ABOUT THIS TASK: Set down the data again exactly. Pictures are not part of the copy.

---- PROVIDED DATA

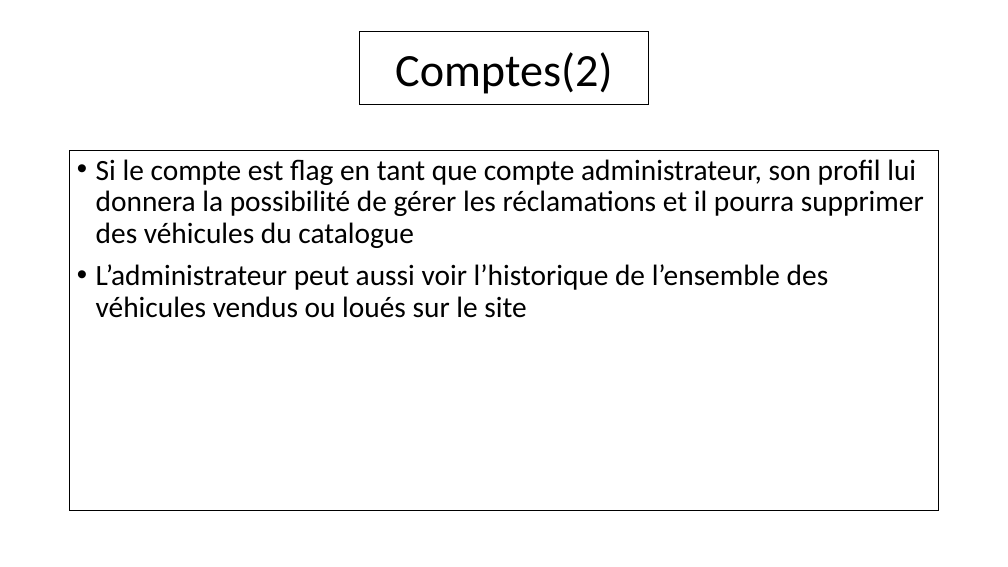
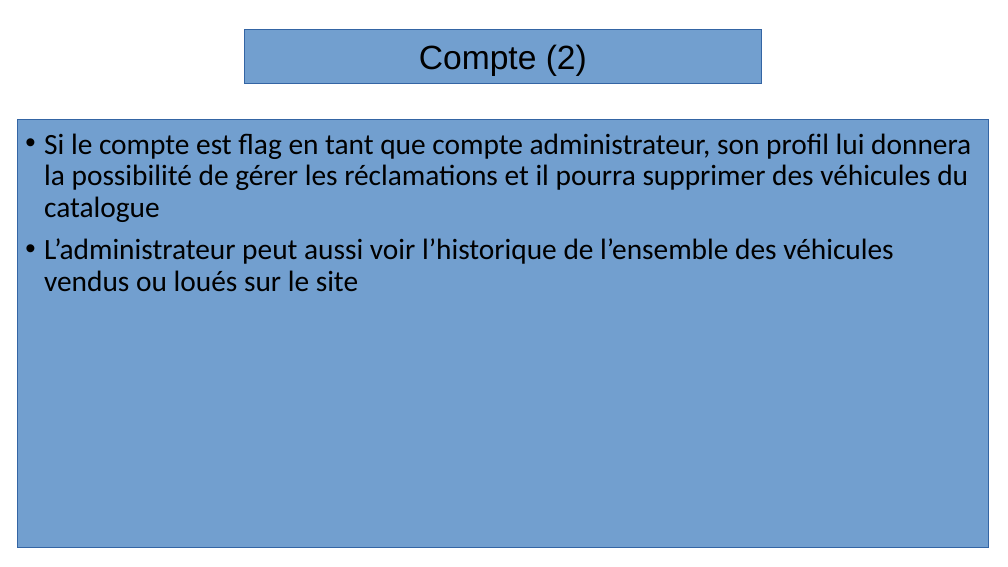
Before and after one commit to Ganti7/Carmania, a slide deck: slide 11 of documentation/diapo_PIA.odp (slide 9 before the commit). Drawn at 1008x567 pixels with LibreOffice and Linux fonts; fonts in the diff are those of the drawing; background and template pictures are left out. Boxes give left, top, right and bottom in pixels: in the first picture for what was removed or moved away, otherwise in the second. Text is boxed around its words. In the diff, an @@ line names an element or a change of style, - is before the commit and + after.

```diff
--- a/documentation/diapo_PIA.odp
+++ b/documentation/diapo_PIA.odp
@@ rectangle added at [244, 29, 762, 83], fill #729FCF, outline #3465A4 0 pt, 32 pt, text #000000 @@
+Compte (2)
@@ title removed at [360, 32, 649, 105] @@
-Comptes(2)
@@ rectangle added at [18, 119, 988, 547], fill #729FCF, outline #3465A4 0 pt @@
@@ text "Si le compte est flag ...": place and size @@
-text "Si le compte est flag ..." at [70, 151, 939, 511]
+text "Si le compte est flag ..." at [44, 133, 971, 292]
@@ text "Si le compte est flag ..." at [44, 133, 971, 292]: fill #FFFFFF to none; outline #000000 0.99 pt to none @@
```
Also in this commit, not shown: 13 other slides changed, 4 slides added, 1 slide removed, 1 other file.
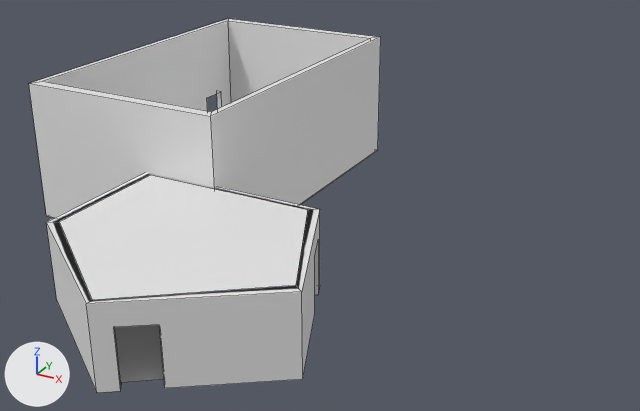
An edit to the FBX model Assets/Models/mainRoom.fbx, drawn before and after from the same camera.
Both versions are drawn from a 50 mm camera at (111.6, -157.9, 77.7) aimed at (36.0, -20.5, 9.0). Lighting does not change. The marker at lower left points along +X, +Y and +Z. Mesh edges are drawn as thin lines. Where no turn or scale is listed for an object, it has been applied to the vertices.

Before the edit, the objects in view are built like this:
```python
me_cube_006 = bpy.data.meshes.new('Cube.006')
me_cube_006.from_pydata(...)  # 48 vertices, 28 faces; spans x -22.1..22.1, y -35.3..35.3, z -0.1..28.9
me_cube_006.materials.append(mat_material)  # white #e7e7e7
me_cube_007 = bpy.data.meshes.new('Cube.007')
me_cube_007.from_pydata(...)  # 69 vertices, 37 faces; spans x -18.9..30.7, y -31.0..13.4, z -0.1..15.1
ob_hallway = bpy.data.objects.new('hallway', me_cube_007)
ob_hallway.location = (24.7, -47.7, 0.0)
ob_mainroom = bpy.data.objects.new('mainRoom', me_cube_006)
ob_mainroom.location = (0.0, 0.0, 0.0)
```
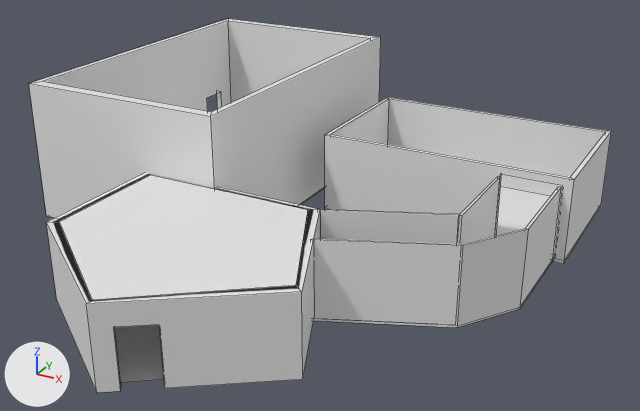
What differs and where, as boxes (x1, y1, x2, y2) in the pictures (640 x 411 px):
'GiftShop', added: after (325, 97, 611, 264)
'hallwayOut', added: after (311, 176, 561, 328)

The change, as a diff of the scene's bpy script:
```diff
--- a/Assets/Models/mainRoom.fbx.py
+++ b/Assets/Models/mainRoom.fbx.py
@@ me_plane @@
+me_plane.from_pydata(...)  # 42 vertices, 38 faces; spans x -9.9..24.5, y -8.7..32.4, z 0.0..15.2
@@ me_plane_002 @@
+me_plane_002.from_pydata(...)  # 34 vertices, 23 faces; spans x -35.5..15.9, y -15.9..14.9, z 0.0..17.1
@@ ob_hallwayout @@
+ob_hallwayout = bpy.data.objects.new('hallwayOut', me_plane)
+ob_hallwayout.location = (53.3, -37.0, 0.2)
@@ ob_giftshop @@
+ob_giftshop = bpy.data.objects.new('GiftShop', me_plane_002)
+ob_giftshop.location = (64.0, 11.2, 0.1)
```

--------

REPLY:
Before and after one commit to Ganti7/Carmania, a slide deck: slide 11 of documentation/diapo_PIA.odp (slide 9 before the commit). Drawn at 1008x567 pixels with LibreOffice and Linux fonts; fonts in the diff are those of the drawing; background and template pictures are left out. Boxes give left, top, right and bottom in pixels: in the first picture for what was removed or moved away, otherwise in the second. Text is boxed around its words. In the diff, an @@ line names an element or a change of style, - is before the commit and + after.

```diff
--- a/documentation/diapo_PIA.odp
+++ b/documentation/diapo_PIA.odp
@@ rectangle added at [244, 29, 762, 83], fill #729FCF, outline #3465A4 0 pt, 32 pt, text #000000 @@
+Compte (2)
@@ title removed at [360, 32, 649, 105] @@
-Comptes(2)
@@ rectangle added at [18, 119, 988, 547], fill #729FCF, outline #3465A4 0 pt @@
@@ text "Si le compte est flag ...": place and size @@
-text "Si le compte est flag ..." at [70, 151, 939, 511]
+text "Si le compte est flag ..." at [44, 133, 971, 292]
@@ text "Si le compte est flag ..." at [44, 133, 971, 292]: fill #FFFFFF to none; outline #000000 0.99 pt to none @@
```
Also in this commit, not shown: 13 other slides changed, 4 slides added, 1 slide removed, 1 other file.
An edit to the FBX model Assets/Models/mainRoom.fbx, drawn before and after from the same camera.
Both versions are drawn from a 50 mm camera at (111.6, -157.9, 77.7) aimed at (36.0, -20.5, 9.0). Lighting does not change. The marker at lower left points along +X, +Y and +Z. Mesh edges are drawn as thin lines. Where no turn or scale is listed for an object, it has been applied to the vertices.

Before the edit, the objects in view are built like this:
```python
me_cube_006 = bpy.data.meshes.new('Cube.006')
me_cube_006.from_pydata(...)  # 48 vertices, 28 faces; spans x -22.1..22.1, y -35.3..35.3, z -0.1..28.9
me_cube_006.materials.append(mat_material)  # white #e7e7e7
me_cube_007 = bpy.data.meshes.new('Cube.007')
me_cube_007.from_pydata(...)  # 69 vertices, 37 faces; spans x -18.9..30.7, y -31.0..13.4, z -0.1..15.1
ob_hallway = bpy.data.objects.new('hallway', me_cube_007)
ob_hallway.location = (24.7, -47.7, 0.0)
ob_mainroom = bpy.data.objects.new('mainRoom', me_cube_006)
ob_mainroom.location = (0.0, 0.0, 0.0)
```
What differs and where, as boxes (x1, y1, x2, y2) in the pictures (640 x 411 px):
'GiftShop', added: after (325, 97, 611, 264)
'hallwayOut', added: after (311, 176, 561, 328)

The change, as a diff of the scene's bpy script:
```diff
--- a/Assets/Models/mainRoom.fbx.py
+++ b/Assets/Models/mainRoom.fbx.py
@@ me_plane @@
+me_plane.from_pydata(...)  # 42 vertices, 38 faces; spans x -9.9..24.5, y -8.7..32.4, z 0.0..15.2
@@ me_plane_002 @@
+me_plane_002.from_pydata(...)  # 34 vertices, 23 faces; spans x -35.5..15.9, y -15.9..14.9, z 0.0..17.1
@@ ob_hallwayout @@
+ob_hallwayout = bpy.data.objects.new('hallwayOut', me_plane)
+ob_hallwayout.location = (53.3, -37.0, 0.2)
@@ ob_giftshop @@
+ob_giftshop = bpy.data.objects.new('GiftShop', me_plane_002)
+ob_giftshop.location = (64.0, 11.2, 0.1)
```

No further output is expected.